It's the second week of November, and I missed La Toussaint day last week. La Toussaint or All Saints' Day is a public holiday in France, it's dedicated for families to honor their dead relatives by attending mass or visiting graves with a bouquet of chrysanthemums. I personally never liked chrysanthemums, it reminded me to people's tears and grief. I felt guilty to my grandma and Camille, my first crush who died four years ago. I used to visit them on that day, but this year, I was stuck in the lake house with my friends.
Their deaths were why I started to dislike autumn.
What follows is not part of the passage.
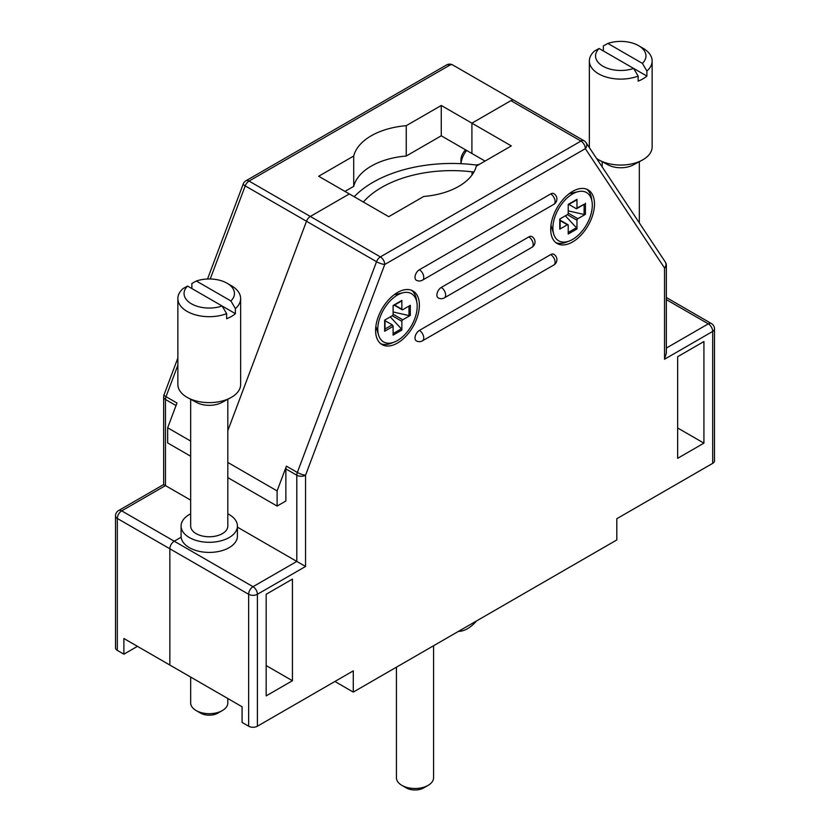 <?xml version="1.0" encoding="UTF-8"?>
<svg xmlns="http://www.w3.org/2000/svg" width="830" height="830" viewBox="0 0 830 830"><rect width="100%" height="100%" fill="white"/><g stroke="black" fill="none" stroke-linecap="round" stroke-linejoin="round"><path stroke-width="1.25" d="M419.378 330.413A6.194 3.579 120 0 0 415.332 335.87A6.194 3.579 120 0 0 416.287 340.829A6.194 6.194 0 0 0 422.47 340.829A6.194 3.579 -120 0 0 423.425 335.87A6.194 3.579 -120 0 0 419.378 330.413A6.194 3.579 120 0 0 415.332 335.87A6.194 3.579 120 0 0 416.287 340.829A6.194 6.194 0 0 0 422.47 340.829A6.194 3.579 -120 0 0 423.425 335.87A6.194 3.579 -120 0 0 419.378 330.413L550.705 254.592L419.378 330.413M553.807 254.281A6.194 3.579 120 0 0 550.705 254.592A6.194 3.579 120 0 1 553.807 254.281A6.194 6.194 0 0 1 553.807 265.009A6.194 3.579 -120 0 0 554.751 260.049A6.194 3.579 -120 0 0 550.705 254.592A6.194 3.579 -120 0 1 554.751 260.049A6.194 3.579 -120 0 1 553.807 265.009A6.194 6.194 0 0 0 553.807 254.281M266.16 594.28L266.16 695.882L292.43 680.725L292.43 579.112L266.16 594.28L266.16 695.882L292.43 680.725L292.43 579.112L266.16 594.28M594.488 204.045A30.959 17.876 -60 0 1 580.969 235.191A30.959 17.876 -60 0 1 557.117 243.491A30.959 17.876 -60 0 1 552.375 218.684A30.959 17.876 -60 0 1 572.596 191.408A30.959 17.876 -60 0 1 588.076 189.873A30.959 17.876 -60 0 1 594.488 204.045A30.959 17.876 -60 0 1 580.969 235.191A30.959 17.876 -60 0 1 557.117 243.491A30.959 17.876 -60 0 1 552.375 218.684A30.959 17.876 -60 0 1 572.596 191.408A30.959 17.876 -60 0 1 588.076 189.873A30.959 17.876 -60 0 1 594.488 204.045M257.404 726.219L353.279 670.868L353.279 692.096L616.815 539.946L616.815 518.709L712.679 463.358L712.679 331.429L664.529 359.234L666.345 353.124L664.529 359.234L664.529 267.986L585.337 148.663A6.194 4.856 -33.6 0 0 586.115 142.719A6.194 6.194 0 0 0 584.061 140.778A6.194 3.579 120 0 0 580.959 141.079L380.368 256.895A6.194 3.579 120 0 0 376.54 261.709A6.194 1.39 20.6 0 0 384.747 264.48L305.554 475.227A6.194 1.39 -159.4 0 1 297.348 472.467A6.194 3.579 120 0 0 296.808 475.227L296.808 561.422L253.026 586.696A6.194 3.579 120 0 0 248.647 594.28L248.647 726.219A6.194 3.579 180 0 0 257.404 726.219L353.279 670.868L353.279 692.096L616.815 539.946L616.815 518.709L712.679 463.358L712.679 331.429A6.194 3.579 0 0 0 714.495 328.898A6.194 6.194 0 0 0 711.403 323.544A6.194 3.579 120 0 0 708.301 323.845L666.345 348.071L708.301 323.845A6.194 3.579 60 0 1 712.679 331.429L664.529 359.234L664.529 267.986A6.194 3.579 0 0 0 666.345 265.455A6.194 6.194 0 0 0 665.307 262.031A6.194 4.856 146.4 0 1 664.529 267.986L585.337 148.663A6.194 4.856 -33.6 0 0 586.115 142.719L665.307 262.031A6.194 4.856 146.4 0 1 664.529 267.986A6.194 3.579 0 0 0 666.345 265.455L666.345 353.124L666.345 265.455A6.194 6.194 0 0 0 665.307 262.031L586.115 142.719A6.194 6.194 0 0 0 584.061 140.778A6.194 3.579 120 0 0 580.959 141.079A6.194 3.579 60 0 1 585.337 148.663L384.747 264.48A6.194 3.579 -120 0 0 380.368 256.895A6.194 3.579 120 0 0 376.54 261.709A6.194 1.39 20.6 0 0 384.747 264.48L305.554 475.227A6.194 1.39 -159.4 0 1 297.348 472.467A6.194 3.579 120 0 0 296.808 475.227A6.194 3.579 0 0 0 305.554 475.227L305.554 566.475L296.808 561.422L253.026 586.696A6.194 3.579 120 0 0 248.647 594.28A6.194 3.579 0 0 0 257.404 594.28L257.404 726.219A6.194 3.579 180 0 1 248.647 726.219L242.08 722.422L248.647 726.219L248.647 594.28A6.194 3.579 0 0 0 257.404 594.28A6.194 3.579 -120 0 0 253.026 586.696L121.699 510.875A6.194 3.579 -120 0 0 118.597 510.564L163.655 484.554L163.655 396.927A6.194 3.579 0 0 0 165.471 399.458L165.471 485.602L163.655 484.554L163.655 396.927A6.194 3.579 0 0 0 165.471 399.458A6.194 3.579 -60 0 1 166.021 396.688A6.194 1.39 -159.4 0 1 164.06 394.748L177.859 358L164.06 394.748A6.194 6.194 0 0 0 163.655 396.927A6.194 6.194 0 0 1 164.06 394.748A6.194 1.39 -159.4 0 0 166.021 396.688L177.859 365.169L166.021 396.688L176.966 403.007L166.021 396.688A6.194 3.579 -60 0 0 165.471 399.458L165.471 485.602L163.655 484.554L118.597 510.564A6.194 6.194 0 0 0 115.505 515.928A6.194 3.579 0 0 0 117.321 518.46A6.194 3.579 -60 0 1 121.699 510.875A6.194 3.579 -120 0 0 118.597 510.564A6.194 6.194 0 0 0 115.505 515.928A6.194 3.579 0 0 0 117.321 518.46L117.321 650.388L123.888 654.185L123.888 638.509L169.849 665.048L169.849 548.786A6.194 3.579 -60 0 1 174.227 541.202L253.026 586.696A6.194 3.579 -120 0 1 257.404 594.28L257.404 726.219M419.378 305.139A30.959 17.876 -60 0 1 405.87 336.295A30.959 17.876 -60 0 1 382.007 344.585A30.959 17.876 -60 0 1 377.266 319.778A30.959 17.876 -60 0 1 397.487 292.502A30.959 17.876 -60 0 1 412.967 290.967A30.959 17.876 -60 0 1 419.378 305.139A30.959 17.876 -60 0 1 405.87 336.295A30.959 17.876 -60 0 1 382.007 344.585A30.959 17.876 -60 0 1 377.266 319.778A30.959 17.876 -60 0 1 397.487 292.502A30.959 17.876 -60 0 1 412.967 290.967A30.959 17.876 -60 0 1 419.378 305.139M677.664 356.703L703.923 341.535L703.923 443.147L677.664 458.305L677.664 356.703L703.923 341.535L703.923 443.147L677.664 458.305L677.664 356.703M419.378 269.76A6.194 3.579 120 0 0 415.332 275.207A6.194 3.579 120 0 0 416.287 280.177A6.194 6.194 0 0 0 422.47 280.177A6.194 3.579 60 0 0 423.425 275.207A6.194 3.579 60 0 0 419.378 269.76A6.194 3.579 120 0 0 415.332 275.207A6.194 3.579 120 0 0 416.287 280.177A6.194 6.194 0 0 0 422.47 280.177A6.194 3.579 60 0 0 423.425 275.207A6.194 3.579 60 0 0 419.378 269.76L550.705 193.929L419.378 269.76M553.807 193.629A6.194 3.579 120 0 0 550.705 193.929A6.194 3.579 60 0 1 554.751 199.387A6.194 3.579 60 0 1 553.807 204.346L422.47 280.177L553.807 204.346A6.194 6.194 0 0 0 553.807 193.629A6.194 3.579 120 0 0 550.705 193.929A6.194 3.579 60 0 1 554.751 199.387A6.194 3.579 60 0 1 553.807 204.346A6.194 6.194 0 0 0 553.807 193.629M441.27 287.45A6.194 3.579 120 0 0 437.223 292.907A6.194 3.579 120 0 0 438.167 297.866A6.194 6.194 0 0 0 444.361 297.866A6.194 3.579 -120 0 0 445.305 292.907A6.194 3.579 -120 0 0 441.27 287.45A6.194 3.579 120 0 0 437.223 292.907A6.194 3.579 120 0 0 438.167 297.866A6.194 6.194 0 0 0 444.361 297.866A6.194 3.579 -120 0 0 445.305 292.907A6.194 3.579 -120 0 0 441.27 287.45L528.824 236.903L441.27 287.45M531.916 236.592A6.194 3.579 120 0 0 528.824 236.903A6.194 3.579 120 0 1 531.916 236.592A6.194 6.194 0 0 1 531.916 247.319A6.194 3.579 -120 0 0 532.86 242.36A6.194 3.579 -120 0 0 528.824 236.903A6.194 3.579 -120 0 1 532.86 242.36A6.194 3.579 -120 0 1 531.916 247.319A6.194 6.194 0 0 0 531.916 236.592M388.731 216.682L423.757 196.461A61.908 35.742 180 0 0 476.285 166.135L511.311 145.914L441.27 105.472L406.244 125.693L406.244 156.019A61.908 35.742 0 0 0 353.715 186.356L344.958 191.408L353.715 186.356L353.715 156.019L318.689 176.24L388.731 216.682L423.757 196.461A61.908 35.742 180 0 0 476.285 166.135L511.311 145.914L471.907 123.162L441.27 105.472L406.244 125.693A61.908 35.742 180 0 0 353.715 156.019L318.689 176.24L349.337 193.929L310.327 216.454A6.194 3.579 120 0 0 306.498 221.268L227.825 430.656L306.498 221.268L376.54 261.709L297.348 472.467L286.412 466.149A6.194 3.579 120 0 0 285.862 468.909L285.862 501.019L277.106 506.072L277.106 490.904L286.412 466.149A6.194 3.579 120 0 0 285.862 468.909L285.862 501.019L277.106 506.072L277.106 490.904L286.412 466.149L297.348 472.467L376.54 261.709L245.213 185.889L210.239 278.973L245.213 185.889A6.194 3.579 -60 0 1 249.042 181.075A6.194 3.579 -120 0 0 245.939 180.764L446.54 64.958A6.194 3.579 60 0 1 449.632 65.259L249.042 181.075A6.194 3.579 -120 0 0 245.939 180.764A6.194 6.194 0 0 0 243.242 183.949A6.194 1.39 20.6 0 0 245.213 185.889A6.194 3.579 -60 0 1 249.042 181.075L310.327 216.454A6.194 3.579 120 0 0 306.498 221.268L245.213 185.889A6.194 1.39 20.6 0 1 243.242 183.949L207.542 279.005L243.242 183.949A6.194 6.194 0 0 1 245.939 180.764L446.54 64.958A6.194 3.579 60 0 1 449.632 65.259A6.194 3.579 -60 0 1 452.724 64.958A6.194 6.194 0 0 0 446.54 64.958A6.194 6.194 0 0 1 452.724 64.958L513.977 100.316L452.724 64.958A6.194 3.579 -60 0 0 449.632 65.259L249.042 181.075L310.327 216.454A6.194 3.579 120 0 0 306.498 221.268A6.194 3.579 120 0 1 310.327 216.454L380.368 256.895L310.327 216.454L349.337 193.929L388.731 216.682M510.917 100.648L471.907 123.162L471.907 153.498L471.907 123.162L510.917 100.648L471.907 123.162L471.907 153.498L441.27 135.798L441.27 105.472L441.27 135.798L406.244 156.019L406.244 125.693A61.908 35.742 180 0 0 353.715 156.019L353.715 186.356A61.908 35.742 0 0 1 406.244 156.019L441.27 135.798L471.907 153.498L471.907 123.162L510.917 100.648L580.959 141.079L380.368 256.895A6.194 3.579 -120 0 1 384.747 264.48L585.337 148.663A6.194 3.579 60 0 0 580.959 141.079L510.917 100.648A6.194 3.579 120 0 1 514.019 100.337A6.194 3.579 120 0 0 510.917 100.648A6.194 3.579 120 0 1 514.019 100.337A6.194 3.579 120 0 0 510.917 100.648M485.042 161.072L471.907 153.498L485.042 161.072M169.849 665.048L242.08 706.755L242.08 722.422L242.08 706.755L169.849 665.048L169.849 548.786A6.194 3.579 -60 0 1 174.227 541.202L121.699 510.875L165.471 485.602L121.699 510.875A6.194 3.579 -60 0 0 117.321 518.46L117.321 650.388A6.194 3.579 0 0 1 115.505 647.867A6.194 3.579 0 0 0 117.321 650.388L123.888 654.185L123.888 638.509L169.849 665.048L169.849 548.786A6.194 3.579 -60 0 1 174.227 541.202L181.137 537.217L174.227 541.202A6.194 3.579 -60 0 0 169.849 548.786L248.647 594.28L117.321 518.46L169.849 548.786L169.849 665.048M335.766 681.98L353.279 692.096L335.766 681.98L335.766 680.974L335.766 681.98M237.422 527.143L296.808 561.422L237.422 527.143M227.825 462.455L277.106 490.904L227.825 462.455M714.495 460.837A6.194 3.579 180 0 1 712.679 463.358A6.194 3.579 180 0 0 714.495 460.837L714.495 328.898A6.194 6.194 0 0 0 711.403 323.544A6.194 3.579 120 0 0 708.301 323.845A6.194 3.579 60 0 1 712.679 331.429A6.194 3.579 0 0 0 714.495 328.898L714.495 460.837M380.752 343.734A30.959 17.876 120 0 0 393.005 342.52A30.959 17.876 120 0 1 380.752 343.734M416.67 301.529A30.959 17.876 120 0 0 411.597 290.313A30.959 17.876 120 0 1 416.67 301.529M555.861 242.63A30.959 17.876 120 0 0 568.114 241.416A30.959 17.876 120 0 1 555.861 242.63M591.78 200.435A30.959 17.876 120 0 0 586.706 189.209A30.959 17.876 120 0 1 591.78 200.435M677.664 427.979L703.923 443.147L677.664 427.979M266.16 665.556L292.43 680.725L266.16 665.556M227.825 477.624L277.106 506.072L227.825 477.624M137.458 646.352L123.888 654.185L137.458 646.352M190.672 500.148L165.471 485.602L190.672 500.148M167.66 427.782L176.966 403.007L167.66 427.782L190.672 441.062L167.66 427.782L167.66 442.94L167.66 427.782M190.672 456.23L167.66 442.94L190.672 456.23M227.825 698.518L227.825 702.958A18.571 10.728 180 0 1 222.378 710.542A18.571 10.728 180 0 1 196.119 710.542A18.571 10.728 180 0 1 190.672 702.958L190.672 677.073M222.378 710.542L218.01 713.074A12.377 7.148 180 0 1 200.497 713.074L196.119 710.542M187.601 286.07L222.139 306.011A25.201 14.546 180 0 1 191.429 303.801A25.201 14.546 180 0 1 187.601 286.07L183.108 288.529A31.384 18.125 180 0 0 177.859 298.572L177.859 384.498A31.384 18.125 180 0 0 187.86 397.767A31.384 18.125 180 0 0 226.632 399.593A31.384 18.125 180 0 0 230.636 397.767A31.384 18.125 180 0 0 240.638 384.498L240.638 298.572A31.384 18.125 180 0 1 235.388 308.604L230.896 300.958A25.201 14.546 180 0 0 227.067 283.227L231.446 285.759A31.384 18.125 180 0 1 240.638 298.572M235.388 308.604L235.388 313.657L222.139 306.011L226.632 313.657A31.384 18.125 180 0 1 194.428 314.539A31.384 18.125 180 0 1 177.859 298.572M235.388 313.657A31.384 18.125 180 0 1 226.632 318.71L226.632 313.657M230.636 397.767L221.911 402.457A18.571 10.728 180 0 1 196.596 402.457L187.86 397.767M227.825 399.282L227.825 526.044A18.571 10.728 180 0 1 209.253 536.761A18.571 10.728 180 0 1 190.672 526.044L190.672 399.282M227.825 513.812A28.168 16.268 180 0 1 237.422 526.044L237.422 536.149A28.168 16.268 180 0 1 220.033 551.172A28.168 16.268 180 0 1 189.333 547.655A28.168 16.268 180 0 1 181.085 536.149L181.085 526.044A28.168 16.268 180 0 1 190.672 513.812M191.865 288.529L191.865 283.476L196.357 281.017A25.201 14.546 180 0 1 227.067 283.227M196.357 281.017L230.896 300.958M237.422 526.044A28.168 16.268 180 0 1 220.033 541.067A28.168 16.268 180 0 1 189.333 537.539A28.168 16.268 180 0 1 181.085 526.044M599.104 48.493L633.643 68.433A25.201 14.546 180 0 1 602.933 66.224A25.201 14.546 180 0 1 599.104 48.493L594.612 50.952A31.384 18.125 180 0 0 589.362 60.995L589.362 146.92A31.384 18.125 180 0 0 589.383 147.636M603.369 50.952L603.369 45.899L607.861 43.44A25.201 14.546 180 0 1 638.571 45.65L642.949 48.181A31.384 18.125 180 0 1 652.141 60.995A31.384 18.125 180 0 1 646.892 71.027L646.892 76.08L633.643 68.433L638.135 76.08A31.384 18.125 180 0 1 605.921 76.962A31.384 18.125 180 0 1 589.362 60.995M646.892 76.08A31.384 18.125 180 0 1 638.135 81.133L638.135 76.08M652.141 60.995L652.141 146.92A31.384 18.125 180 0 1 642.14 160.19A31.384 18.125 180 0 1 638.135 162.016A31.384 18.125 180 0 1 599.364 160.19A31.384 18.125 180 0 1 596.594 158.499M642.14 160.19L633.404 164.88A18.571 10.728 180 0 1 608.089 164.88L599.364 160.19M646.892 71.027L642.399 63.381A25.201 14.546 180 0 0 638.571 45.65M607.861 43.44L642.399 63.381M354.192 196.741A111.438 64.335 180 0 1 474.584 164.828A6.194 3.579 0 0 0 480.155 163.894M473.951 171.997A18.571 10.728 180 0 1 472.052 171.831A99.061 57.187 0 0 0 363.353 202.032M568.882 204.429L576.103 208.589A1.235 0.716 -120 0 0 576.715 208.652A1.235 0.716 -120 0 0 576.975 208.091L584.102 204.294M576.445 199.957A1.235 0.716 -120 0 0 576.715 199.906A1.235 0.716 -120 0 0 576.975 199.335L576.975 208.091M568.218 210.862L584.102 214.482A1.235 0.716 0 0 0 585.43 214.327L577.846 218.705A1.235 0.716 120 0 0 576.975 220.22L576.975 228.966L568.218 234.029L568.218 225.272A1.235 0.716 120 0 0 567.959 224.712A1.235 0.716 120 0 0 567.347 224.764L559.762 229.142A1.235 0.716 0 0 0 560.125 228.634A1.235 0.716 0 0 0 560.043 228.375M559.762 229.142L559.762 219.037L567.347 214.659A1.235 0.716 120 0 0 568.218 213.144L568.218 204.388L576.975 199.335M592.298 205.311A27.857 16.081 -60 0 1 575.491 237.515A27.857 16.081 -60 0 1 553.745 234.164A27.857 16.081 -60 0 1 558.663 208.641A27.857 16.081 -60 0 1 578.313 191.616A27.857 16.081 -60 0 1 592.298 205.311M576.975 228.966A1.235 0.716 -120 0 0 576.445 227.742L565.365 215.8M465.63 149.867A9.286 5.364 120 0 0 460.961 159.817L460.961 163.686M466.678 150.469A15.48 8.933 120 0 0 461.013 163.686M385.016 320.691L392.237 324.852A1.235 0.716 60 0 1 393.109 326.366L384.653 331.253L384.933 329.552M393.109 311.956L408.993 315.587A1.235 0.716 0 0 0 410.321 315.421L402.747 319.799A1.235 0.716 120 0 0 401.865 321.314L401.865 330.07L393.109 335.123L393.109 326.366M401.336 301.051A1.235 0.716 -120 0 0 401.606 301A1.235 0.716 -120 0 0 401.865 300.429L401.865 309.185A1.235 0.716 120 0 0 402.125 309.756A1.235 0.716 120 0 0 402.747 309.694L410.321 305.315L410.321 315.421M401.865 330.07A1.235 0.716 -120 0 0 401.336 328.836L390.266 316.894M377.785 329.147A27.857 16.081 -60 0 1 403.204 292.71A27.857 16.081 -60 0 1 411.421 325.817A27.857 16.081 -60 0 1 378.636 335.268A27.857 16.081 -60 0 1 377.785 329.147M384.653 331.253L384.653 320.131L392.237 315.753A1.235 0.716 120 0 0 393.109 314.238L393.109 305.492L401.865 300.429M349.337 193.929L310.327 216.454L349.337 193.929M305.554 566.475L296.808 561.422L296.808 475.227A6.194 3.579 0 0 0 305.554 475.227L305.554 566.475L257.404 594.28L305.554 566.475M433.571 645.73L433.571 777.772A18.571 10.728 180 0 1 428.135 785.356A18.571 10.728 180 0 1 401.865 785.356A18.571 10.728 180 0 1 396.429 777.772L396.429 667.185M428.135 785.356L423.757 787.888A12.377 7.148 180 0 1 406.244 787.888L401.865 785.356M476.555 620.923A27.857 16.081 -60 0 1 458.502 631.34M666.345 299.62L708.301 323.845L666.345 299.62M285.862 468.909L296.808 475.227L285.862 468.909M176.012 405.548L165.471 399.458L176.012 405.548M472.052 171.831L472.052 174.964M560.125 220.604L567.347 224.764M585.43 203.205L585.43 214.327M567.347 214.659L576.975 220.22M568.218 213.144L577.846 218.705M584.102 204.398L584.102 214.482M576.445 227.742L568.218 232.493M392.237 324.852L385.016 329.022M392.237 315.753L401.865 321.314M393.109 314.238L402.747 319.799M408.993 306.083L408.993 315.587M394.655 305.015L401.865 309.185M401.336 328.836L393.109 333.587M711.403 323.544L666.345 297.524L711.403 323.544M422.47 340.829L553.807 265.009L422.47 340.829M444.361 297.866L531.916 247.319L444.361 297.866M584.061 140.778L514.019 100.337L584.061 140.778M115.505 647.867L115.505 515.928L115.505 647.867M639.328 222.876L639.328 161.705M602.175 166.913L602.175 161.705M560.125 228.634L560.125 218.829M550.975 225.221L553.745 234.164M569.183 193.681L578.313 191.616M584.548 204.128L576.715 208.652M568.218 204.813L576.715 199.906M567.959 224.712L560.125 220.178M375.865 326.325L378.636 335.268M394.074 294.785L403.204 292.71M385.016 319.924L385.016 330.029M401.606 301L393.109 305.907M402.125 309.756L394.292 305.222"/></g></svg>

The weather, which I first admired, became cold, grey, miserable one. I started to hate the lovely warm colors that decorated the streets. I started to hate apple pie that I used to happily bake in the kitchen. They all brought back sorrow and grief, and the memories that came flooding. Grandma was the one who inspired me to keep cooking. She'd always bake apple pie and Kevin would always eat my portion. That damn pie brings a lot of memories to me...
Granny's and Camille's death always haunt me. Although I had known her for only two weeks, it felt like forever. Since then, I tried hard not to like anyone. I was better off alone.
Then four years after it happened, things change. I move to United States, my dad's birthplace and childhood home. Dad and mom enjoy travelling so much. They met in India, the land of exotic spices and extraordinary culture. And thus, like every cliché love stories, they have their happily ever after marriage. My family moved to France long before Kevin and I were born, because the Stratford hotels were expanding and someone needed to organize the Europe region. My uncle Patrick, the CEO, insisted to stay in US. And since my dad and mom itched to stay abroad, they spent their lives in France.
Well, until dad resigned and he decided that mom and him should complete their bucket list: a long second honeymoon they've been dreaming, travelling the world.
Since Kevin replaces him to be the chief of Europe region, and he won't be able to babysit me — that's what mom said, she insisted me to move to United States, to live with my uncle's family, which includes my despicable cousin whose cold demeanor always annoys me.
At first, I was really devastated to just escape from my family. To escape my parents who always disagreed my passion for culinary. They believed that I was supposed to be critical in thinking strategies like Kevin or Tyler who has now taken an internship at the hotel, a practice to gain more experience to succeed his father in the future. But something tells me I'm not going to regret my move here. Although authentic French cuisine and its finest wines keep calling me to come back, I don't. Instead, I stay and battle with the odds.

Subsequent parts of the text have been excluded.